Home > English > Resources > List of theses > List of theses published on Southeast Asia from January to May (...)

Issues and methods for the creation of corpora in under-resourced languages applied to the classification of texts for learning Burmese


Author: Wong, Jennifer
Under the direction of: Mathieu Valette et San San Hnin Tun
Langue française Texte français

Keywords : Burmese, Foreign language learning, Under-resourced languages, Corpus creation, Lexical frequency, Readability.


Read the thesis.


Finding reading material suitable for learners of less commonly taught languages is a common issue, both for learners and teachers. Natural language processing offers promising methods to facilitate the selection process. Since their implementation requires language specific training corpora, and such languages are also less well-resourced, corpus quality is even more important.
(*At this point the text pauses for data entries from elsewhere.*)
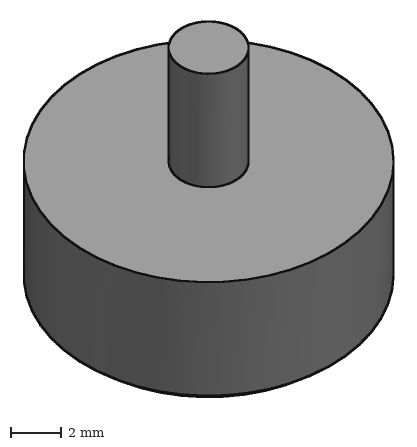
import cadquery as cq

body_diameter = 14.8
stem_diameter = 3.2
total_height = 14.7
stem_height = 6.0
body_wall_height = 6.0
chamfer_size = 0.6

body_radius = body_diameter / 2
stem_radius = stem_diameter / 2
cone_radius = body_radius - chamfer_size
cone_height = total_height - stem_height - body_wall_height - chamfer_size

chamfer_bottom_z = cone_height
chamfer_top_z = chamfer_bottom_z + chamfer_size
body_top_z = chamfer_top_z + body_wall_height


def make_body():
    """Round body with a chamfered lower edge and a conical point, revolved about Z."""
    half_profile = (
        cq.Workplane("XZ")
        .moveTo(0, 0)
        .lineTo(cone_radius, chamfer_bottom_z)
        .lineTo(body_radius, chamfer_top_z)
        .lineTo(body_radius, body_top_z)
        .lineTo(0, body_top_z)
        .close()
    )
    return half_profile.revolve(360, (0, 0), (0, 1))


def make_stem():
    """Plain cylindrical stem standing on the flat top of the body."""
    return (
        cq.Workplane("XY")
        .workplane(offset=body_top_z)
        .circle(stem_radius)
        .extrude(stem_height)
    )


result = make_body().union(make_stem())
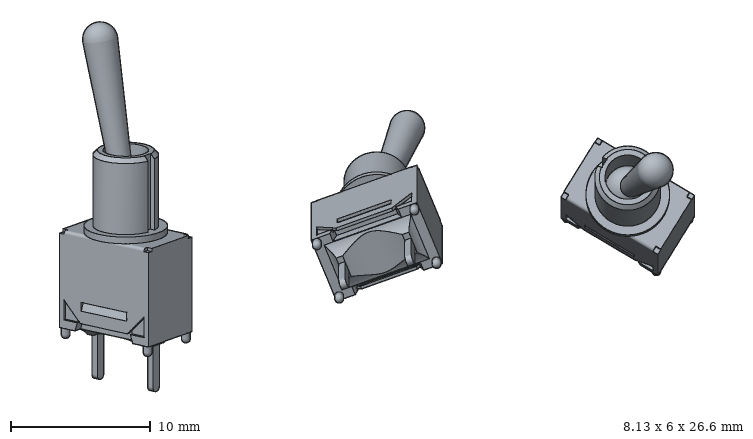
import cadquery as cq
import math

overall_height = 26.63
pin_length = 4.13

body_length = 8.13
body_width = 5.08
body_height = 7.27
cover_thickness = 0.23
cover_bend_radius = 0.23
post_size = 0.41
front_y = body_width / 2
post_inner_x = body_length / 2 - post_size

skirt_bottom = 0.64
skirt_clip = 1.51

notch_depth = 0.65
notch_height = 0.87
notch_bottom_half = 2.63
notch_top_half = 2.35

window_length = 4.14
window_bottom = 1.58
window_height = 0.65
window_depth = 0.3

flange_diameter = 6.0
flange_thickness = 0.5
bushing_diameter = 4.72
bushing_top = 13.4
bushing_chamfer = 0.33
keyway_width = 0.72
keyway_depth = 0.4
flange_top = body_height + flange_thickness

ball_diameter = 3.25
pivot_z = 9.66
lever_tilt = 11.4
lever_top_z = overall_height - pin_length
tip_radius = 1.27
lever_root_radius = 0.72
tip_center_z = lever_top_z - tip_radius
lever_length = (tip_center_z - pivot_z) / math.cos(math.radians(lever_tilt))

foot_diameter = 0.65
foot_straight = 0.5
pin_spacing = 5.08
pin_thickness = 0.5
pin_width = 0.76
seal_depth = 0.67
seal_center_depth = 0.06
seal_half_length = 3.33
seal_half_width = 1.85
seal_tip_half_width = 0.86
seal_flank_drop = 0.22

overlap = 0.2


def both_sides(shape):
    """The shape together with its mirror image across the XZ plane."""
    return shape.union(shape.mirror("XZ"))


def skirt_plane(y):
    """XZ sketch plane at the given y; extrusion runs toward -Y."""
    return cq.Workplane("XZ", origin=(0, y, 0))


def make_base():
    """Block with four corner posts, recessed where the cover lies."""
    post_top = body_height - cover_thickness
    base = cq.Workplane("XY").box(body_length, body_width, post_top, centered=(True, True, False))
    recess = (
        cq.Workplane("XY", origin=(0, -front_y, skirt_bottom))
        .box(2 * post_inner_x, 2 * cover_thickness, post_top, centered=(True, True, False))
    )
    notch = (
        skirt_plane(notch_depth - front_y)
        .polyline([
            (-notch_bottom_half, 0),
            (notch_bottom_half, 0),
            (notch_top_half, notch_height),
            (-notch_top_half, notch_height),
        ])
        .close()
        .extrude(notch_depth)
    )
    return base.cut(both_sides(recess)).cut(both_sides(notch))


def make_cover():
    """Sheet cover: top plate with two bent skirts lying between the posts."""
    bend = (
        cq.Workplane("XY")
        .box(2 * post_inner_x, body_width, body_height, centered=(True, True, False))
        .edges("|X and >Z")
        .fillet(cover_bend_radius)
    )
    core = cq.Workplane("XY").box(
        body_length, body_width - 2 * cover_thickness, body_height - cover_thickness,
        centered=(True, True, False),
    )
    skirt_outline = (
        skirt_plane(front_y)
        .polyline([
            (-post_inner_x + skirt_clip, skirt_bottom),
            (post_inner_x - skirt_clip, skirt_bottom),
            (post_inner_x, skirt_bottom + skirt_clip),
            (post_inner_x, body_height),
            (-post_inner_x, body_height),
            (-post_inner_x, skirt_bottom + skirt_clip),
        ])
        .close()
        .extrude(body_width)
    )
    plate = (
        cq.Workplane("XY", origin=(0, 0, body_height - cover_thickness))
        .box(body_length, body_width - 2 * post_size, cover_thickness, centered=(True, True, False))
    )
    return bend.cut(core).intersect(skirt_outline).union(plate)


def make_window():
    """Cutter for the window in the -Y skirt; its floor deepens upward."""
    window_top = window_bottom + window_height
    return (
        cq.Workplane("YZ", origin=(-window_length / 2, 0, 0))
        .polyline([
            (-front_y, window_bottom),
            (-front_y + window_depth, window_top),
            (-front_y, window_top),
        ])
        .close()
        .extrude(window_length)
    )


def make_bushing():
    """Flanged bushing, bored down to the pivot, with a keyway on +X."""
    flange = (
        cq.Workplane("XY", origin=(0, 0, body_height))
        .circle(flange_diameter / 2)
        .extrude(flange_thickness)
    )
    barrel = (
        cq.Workplane("XY", origin=(0, 0, body_height))
        .circle(bushing_diameter / 2)
        .extrude(bushing_top - body_height)
        .faces(">Z")
        .chamfer(bushing_chamfer)
    )
    bore = (
        cq.Workplane("XY", origin=(0, 0, pivot_z))
        .circle(ball_diameter / 2)
        .extrude(bushing_top - pivot_z)
    )
    keyway = (
        cq.Workplane("XY", origin=(bushing_diameter / 2, 0, flange_top))
        .box(2 * keyway_depth, keyway_width, bushing_top - flange_top, centered=(True, True, False))
    )
    return flange.union(barrel.cut(bore).cut(keyway))


def make_lever():
    """Pivot ball and tapered, round-tipped lever tilted toward -X."""
    ball = cq.Workplane("XY").sphere(ball_diameter / 2)
    dome_offset = tip_radius * math.cos(math.radians(45))
    stick = (
        cq.Workplane("XZ")
        .moveTo(0, 0)
        .lineTo(lever_root_radius, 0)
        .lineTo(tip_radius, lever_length)
        .threePointArc(
            (dome_offset, lever_length + dome_offset),
            (0, lever_length + tip_radius),
        )
        .close()
        .revolve(360, (0, 0, 0), (0, 1, 0))
        .rotate((0, 0, 0), (0, 1, 0), -lever_tilt)
    )
    return ball.union(stick).translate((0, 0, pivot_z))


def make_foot():
    """Standoff foot with a hemispherical end."""
    radius = foot_diameter / 2
    shank = cq.Workplane("XY").circle(radius).extrude(-foot_straight)
    return shank.union(cq.Workplane("XY", origin=(0, 0, -foot_straight)).sphere(radius))


def make_pin():
    """Flat terminal pin with a full-round end."""
    half = pin_width / 2
    shoulder = half - pin_length
    return (
        cq.Workplane("YZ", origin=(-pin_thickness / 2, 0, 0))
        .moveTo(-half, overlap)
        .lineTo(-half, shoulder)
        .threePointArc((0, -pin_length), (half, shoulder))
        .lineTo(half, overlap)
        .close()
        .extrude(pin_thickness)
    )


def make_seal():
    """Sealing compound drawn down around the pins, arched between them."""
    pin_outer = (pin_spacing + pin_thickness) / 2
    pin_inner = (pin_spacing - pin_thickness) / 2
    end_x = (seal_half_length + pin_outer) / 2
    flank_y = (seal_half_width + seal_tip_half_width) / 2
    lengthwise = (
        skirt_plane(seal_half_width)
        .moveTo(-seal_half_length, overlap)
        .lineTo(-seal_half_length, 0)
        .threePointArc((-end_x, -seal_flank_drop), (-pin_outer, -seal_depth))
        .lineTo(-pin_inner, -seal_depth)
        .threePointArc((0, -seal_center_depth), (pin_inner, -seal_depth))
        .lineTo(pin_outer, -seal_depth)
        .threePointArc((end_x, -seal_flank_drop), (seal_half_length, 0))
        .lineTo(seal_half_length, overlap)
        .close()
        .extrude(2 * seal_half_width)
    )
    crosswise = (
        cq.Workplane("YZ", origin=(-seal_half_length, 0, 0))
        .moveTo(-seal_half_width, overlap)
        .lineTo(-seal_half_width, 0)
        .threePointArc((-flank_y, -seal_flank_drop), (-seal_tip_half_width, -seal_depth))
        .lineTo(seal_tip_half_width, -seal_depth)
        .threePointArc((flank_y, -seal_flank_drop), (seal_half_width, 0))
        .lineTo(seal_half_width, overlap)
        .close()
        .extrude(2 * seal_half_length)
    )
    return lengthwise.intersect(crosswise)


result = make_base().union(make_cover()).cut(both_sides(make_window()))
result = result.union(make_bushing()).union(make_lever()).union(make_seal())

foot_x = (body_length - foot_diameter) / 2
foot_y = (body_width - foot_diameter) / 2
for side_x in (-1, 1):
    result = result.union(make_pin().translate((side_x * pin_spacing / 2, 0, 0)))
    for side_y in (-1, 1):
        result = result.union(make_foot().translate((side_x * foot_x, side_y * foot_y, 0)))

We have found it necessary to take in to account not only the particularities of the language and how its writing system is computerized, but also the context of how the corpus is to be used, considering aspects such as orthography, studies in linguistics and lexicography, cultural aspects and even the teaching tradition, as students are probably more influenced by existing resources when they are scarce. This thesis looks at the application of a method for text evaluation for learners of Burmese as a foreign language. We detail the creation of two types of corpora : authentic texts and didactic resources, using the second type to inform how the authentic texts are segmented into minimal units of analysis or “words”, a necessary pretreatment as Burmese does not delimit words with spaces. We also take into account cultural aspects and ngram syllable frequency in training a dictionary-based segmentation tool. The authentic text corpora are then used to create a general lexical frequency list, using the averaged reduced frequency method to account for dispersion. This list is then used to create a support vector machine to order texts by increasing difficulty using solely lexical data, a method that is promising for less-resourced languages.